Any problems that affect the hip can cause a positive Trendelenburg’s sign (Figure 6). As upper body weight cannot be changed or affected, this leaves conditions affecting the hip joint or femur (skeletal abnormalities) and hip abductors (neuromuscular abnormalities).8

Figure 6. Trendelenburg’s sign in the hip

Skeletal abnormalities

Examples of skeletal abnormalities which can result in Trendelenburg’s sign:7,8,9

Developmental dysplasia of the hip (DDH) – a spectrum of disorders that cause spontaneous dislocation of the hip

Coxa vara – the angle between the femoral neck and femoral shaft is less than 120°

Slipped capital femoral epiphysis (SCFE) – the femoral metaphysis slides in relation to the epiphysis

Legg-Calve-Perthes disease – a childhood hip disorder marked by femoral head necrosis

Chronic subluxation/dislocation of the hip – resulting in hip instability

Greater trochanter fracture (acute or non-united) – insertion of the gluteus medius and minimus are compromised

Neuromuscular abnormalities

Examples of neuromuscular abnormalities which can result in Trendelenburg’s sign:7,8,9

Superior gluteal nerve injury – often iatrogenic following total hip replacement/hemiarthroplasty or due to trauma

L5 radiculopathy – the superior gluteal nerve is formed from L4, L5 and S1 spinal roots; often accompanied by foot drop

Gluteus medius and minimus weakness or damage (e.g. tears or tendonitis)

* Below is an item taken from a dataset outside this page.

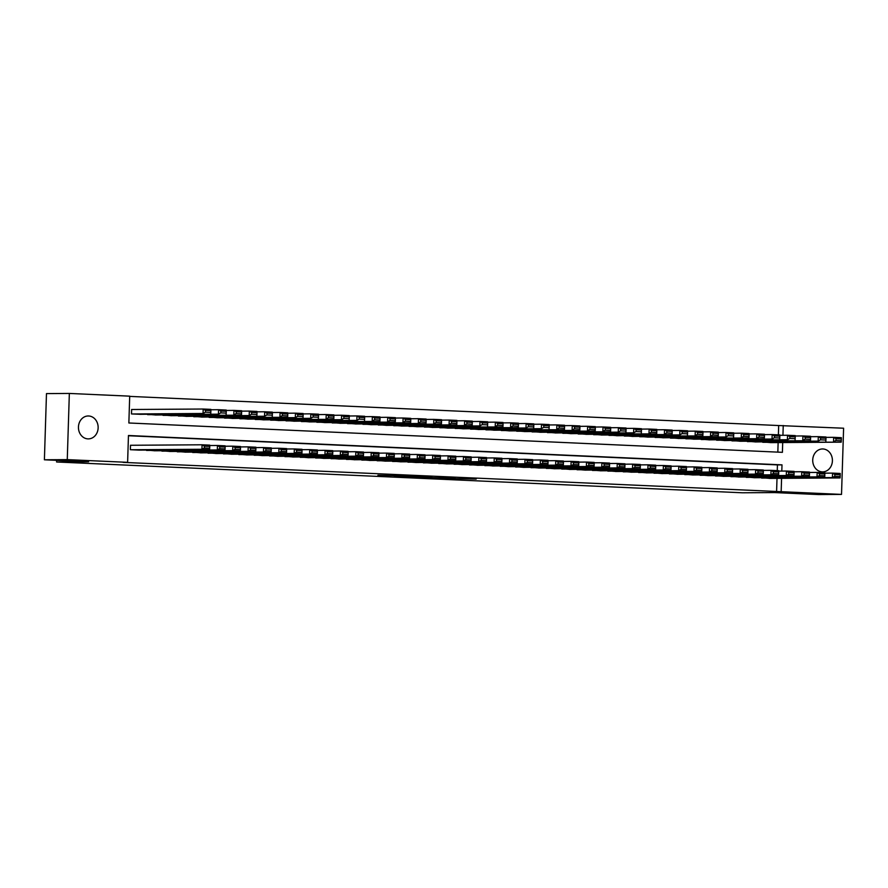 <?xml version="1.0" encoding="UTF-8"?>
<svg xmlns="http://www.w3.org/2000/svg" width="888" height="888" viewBox="0 0 888 888"><rect width="100%" height="100%" fill="white"/><g stroke="black" fill="none" stroke-linecap="round" stroke-linejoin="round"><path stroke-width="1.33" d="M440.925 478.377L476.201 479.087L440.925 478.377M88.656 415.984A11.455 9.846 -90.4 0 1 98.146 427.616A11.455 9.846 -90.4 0 1 88.367 438.883A11.455 9.846 -90.4 0 1 87.934 438.883A11.455 9.846 -90.4 0 1 78.444 427.239A11.455 9.846 -90.4 0 1 88.212 415.973A11.455 9.846 -90.4 0 1 88.656 415.984M822.932 448.962A11.455 9.846 -90.4 0 1 832.411 460.606A11.455 9.846 -90.4 0 1 822.643 471.872A11.455 9.846 -90.4 0 1 822.21 471.861A11.455 9.846 -90.4 0 1 812.72 460.228A11.455 9.846 -90.4 0 1 822.488 448.962A11.455 9.846 -90.4 0 1 822.932 448.962M377.911 475.247L408.203 476.035L377.911 475.247M778.376 434.854L778.676 425.541L843.6 428.216L841.524 494.405L818.658 494.561L774.447 492.574L742.435 492.785L56.599 461.982L88.611 461.771L44.4 459.784L67.266 459.629L69.342 393.44L129.703 396.159L128.86 422.988L782.406 452.336L782.705 442.546M841.524 494.405L781.163 491.686L781.584 478.321M781.806 471.073L782.006 464.857L128.46 435.509L127.617 462.337L123.044 462.371L781.163 491.686M127.617 462.337L67.266 459.629M417.915 477.333L455.144 478.144L417.915 477.333M412.865 477.145L394.194 476.29L410.6 476.168L431.868 477.089L412.865 477.045M132.412 409.501L131.635 409.468L131.502 413.941L140.726 414.308M760.861 477.666L770.085 478.399M745.487 476.978L754.7 477.711M730.114 476.29L739.327 477.023M714.729 475.602L723.942 476.368M699.356 474.902L708.569 475.635M683.971 474.214L693.195 474.991M668.597 473.526L677.81 474.259M653.224 472.838L662.437 473.604M637.839 472.15L647.063 472.882M622.466 471.45L631.679 472.183M607.092 470.762L616.305 471.495M591.708 470.074L600.932 470.807M576.334 469.386L585.547 470.152M560.961 468.686L570.174 469.419M545.576 467.998L554.789 468.775M530.203 467.31L539.416 468.043M514.818 466.622L524.042 467.388M499.445 465.934L508.658 466.666M484.071 465.234L493.284 465.967M468.686 464.546L477.911 465.279M453.313 463.858L462.526 464.591M437.939 463.17L447.152 463.936M422.555 462.47L431.779 463.203M407.181 461.782L416.394 462.559M391.808 461.094L401.021 461.827M376.423 460.406L385.647 461.138M361.05 459.718L370.263 460.45M345.676 459.018L354.889 459.751M330.292 458.33L339.505 459.063M314.918 457.642L324.131 458.375M299.534 456.954L308.758 457.72M284.16 456.254L293.373 456.987M268.787 455.566L278 456.343M253.402 454.878L262.626 455.611M238.028 454.19L247.241 454.956M222.655 453.502L231.868 454.223M207.27 452.802L216.494 453.535M191.897 452.114L201.11 452.847M176.523 451.426L185.736 452.159M161.139 450.738L170.363 451.47M145.765 450.038L154.978 450.771M776.589 491.719L777.011 478.355M777.255 470.629L777.433 464.89L128.46 435.742M131.28 445.276L130.514 445.243L130.37 449.705L139.605 450.127M778.676 425.541L129.692 396.392M777.833 452.136L778.132 442.579M771.206 442.635L761.993 441.902M755.821 441.935L746.608 441.203M740.448 441.247L731.235 440.515M725.074 440.559L715.85 439.826M709.69 439.871L700.477 439.138M694.316 439.172L685.103 438.439M678.943 438.483L669.719 437.751M663.558 437.795L654.345 437.063M648.185 437.107L638.971 436.374M632.811 436.408L623.587 435.686M617.426 435.719L608.213 434.987M602.053 435.031L592.84 434.299M586.679 434.343L577.455 433.61M571.295 433.655L562.082 432.922M555.921 432.956L546.697 432.223M540.537 432.267L531.324 431.535M525.163 431.579L515.95 430.846M509.79 430.891L500.566 430.158M494.405 430.192L485.192 429.459M479.032 429.503L469.819 428.771M463.658 428.815L454.434 428.083M448.274 428.127L439.061 427.394M432.9 427.439L423.687 426.706M417.526 426.74L408.302 426.007M402.142 426.051L392.929 425.319M386.768 425.363L377.555 424.631M371.384 424.675L362.171 423.942M356.01 423.976L346.797 423.243M340.637 423.287L331.413 422.555M325.252 422.599L316.039 421.867M309.879 421.911L300.666 421.178M294.505 421.223L285.281 420.49M279.121 420.524L269.908 419.791M263.747 419.835L254.534 419.103M248.374 419.147L239.15 418.415M232.989 418.459L223.776 417.726M217.616 417.76L208.403 417.027M202.242 417.071L193.018 416.339M186.857 416.383L177.644 415.651M171.484 415.695L162.26 414.962M156.099 415.007L146.886 414.274M56.654 460.328L56.599 461.982M44.4 459.784L46.476 393.595L69.342 393.44M782.939 435.298L783.238 425.507M777.433 464.89L782.006 464.857M435.93 478.121L451.97 478.055L435.93 478.121M407.892 476.734L419.957 477.056L407.903 476.179M762.748 442.291L841.214 442.157L770.429 442.635M835.919 440.515L833.532 441.813L833.666 437.34L841.358 437.684L841.358 438.961L835.974 438.728L835.919 440.515L841.291 440.759L841.358 438.961M825.984 437.384L833.666 437.34L835.974 438.728M841.214 442.157L841.291 440.759M761.615 478.066L832.411 477.589L832.544 473.115L824.852 473.16M769.308 478.41L840.092 477.933L832.411 477.589L834.787 476.29L840.17 476.523L840.226 474.736L834.842 474.492L834.787 476.29M834.842 474.492L832.544 473.115L840.237 473.459L840.226 474.736M840.17 476.523L840.092 477.933M747.363 441.602L818.148 441.114L755.055 441.947M820.534 439.826L818.148 441.114L818.292 436.652L825.984 436.996L825.973 438.272L820.59 438.028L820.534 439.826L825.918 440.06L825.973 438.272M810.6 436.696L818.292 436.652L820.59 438.028M825.84 441.469L825.918 440.06M731.99 440.903L810.466 440.77L739.682 441.258M805.161 439.127L802.774 440.426L802.919 435.953L810.6 436.297L810.6 437.584L805.216 437.34L805.161 439.127L810.544 439.371L810.6 437.584M795.226 436.008L802.919 435.953L805.216 437.34M810.466 440.77L810.544 439.371M716.616 440.215L787.401 439.738L724.297 440.559M789.787 438.439L787.401 439.738L787.534 435.264L795.226 435.608L795.215 436.896L789.843 436.652L789.787 438.439L795.16 438.683L795.215 436.896M779.853 435.32L787.534 435.264L789.843 436.652M795.082 440.082L795.16 438.683M701.231 439.527L772.016 439.049L708.924 439.871M774.403 437.751L772.016 439.049L772.16 434.576L779.853 434.92L779.842 436.197L774.458 435.964L774.403 437.751L779.786 437.995L779.842 436.197M764.468 434.632L772.16 434.576L774.458 435.964M779.708 439.394L779.786 437.995M746.242 477.367L817.027 476.889L817.171 472.416L809.479 472.471M753.934 477.722L824.719 477.233L817.027 476.889L819.413 475.591L824.797 475.835L824.852 474.048L819.469 473.804L819.413 475.591M819.469 473.804L817.171 472.416L824.852 472.771L824.852 474.048M824.797 475.835L824.719 477.233M730.868 476.678L801.653 476.201L801.786 471.728L794.105 471.783M738.55 477.023L809.334 476.545L801.653 476.201L804.04 474.902L809.412 475.147L809.479 473.36L804.095 473.115L804.04 474.902M804.095 473.115L801.786 471.728L809.479 472.072L809.479 473.36M809.412 475.147L809.334 476.545M715.484 475.99L786.269 475.513L786.413 471.04L778.721 471.095M723.176 476.334L793.961 475.857L786.269 475.513L788.655 474.214L794.039 474.458L794.094 472.671L788.711 472.427L788.655 474.214M788.711 472.427L786.413 471.04L794.105 471.384L794.094 472.671M794.039 474.458L793.961 475.857M700.11 475.302L770.895 474.825L771.039 470.351L763.347 470.396M707.803 475.646L778.587 475.169L770.895 474.825L773.282 473.526L778.665 473.759L778.721 471.972L773.337 471.739L773.282 473.526M773.337 471.739L771.039 470.351L778.721 470.696L778.721 471.972M778.665 473.759L778.587 475.169M685.858 438.839L764.335 438.705L693.55 439.183M759.029 437.063L756.643 438.361L756.787 433.888L764.468 434.232L764.468 435.509L759.085 435.264L759.029 437.063L764.413 437.296L764.468 435.509M749.095 433.932L756.787 433.888L759.085 435.264M764.335 438.705L764.413 437.296M684.737 474.614L755.522 474.125L755.655 469.663L747.974 469.708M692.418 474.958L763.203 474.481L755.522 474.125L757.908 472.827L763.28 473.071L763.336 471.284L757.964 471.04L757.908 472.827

Poliomyelitis – causing paralysis of the hip abductors

Muscular dystrophy and other neuromuscular disorders

Pain inhibition leading to gluteal weakness (e.g. osteoarthritis of the hip)

Limitations of the test

A positive Trendelenburg’s sign may be concealed in early stages of osteonecrosis and pelvic drop can occur in healthy individuals with normal hip abductor mechanism but inadequate function.8

False positives can occur with lack of understanding/compliance, significant hip pain, and scoliosis (the costal margin may impinge on the iliac crest).

False negatives may occur when patients compensate by shifting their torso (and centre of gravity) over the weight-bearing hip, so be vigilant for upper body movements.9

Further investigations

The goal is to identify the underlying cause of the abnormal gait. A thorough history and clinical examination are essential before further investigations are considered.

Imaging:

X-ray of the local joints (e.g. knee, hip, lumbar spine)

Consider ultrasound, CT or MRI

Laboratory investigations:

Baseline blood tests may be performed to screen for evidence of system diseases (e.g. inflammatory arthropathies)

Special investigations:

Muscle biopsy

Nerve conduction studies

Differential diagnosis

It is useful to be able to differentiate Trendelenburg gait from other common gait patterns including:3,4

Antalgic gait: occurs due to pain upon weight-bearing, causing the patient to only briefly step on the painful side

Short-leg gait: caused by a discrepancy in length between the two legs; a consistent dip of the pelvis on the shorter side is observed

Key points

Trendelenburg’s test assesses the strength of the hip abductors.

It is performed as part of a routine gait examination or when a patient complains of a limp or hip pain.

A positive Trendelenburg’s sign (pathological) involves sagging of the pelvis on the unsupported side due to the abductor muscles failing to stabilise the hip towards the weight-bearing femur.

If a positive sign is present, Trendelenburg’s gait may also be observed.

Causes of a positive Trendelenburg’s sign include skeletal and neuromuscular abnormalities affecting the hip and hip abductors respectively.

Trendelenburg’s gait should be differentiated from antalgic gait (due to pain) and short-leg gait (due to differences in leg length).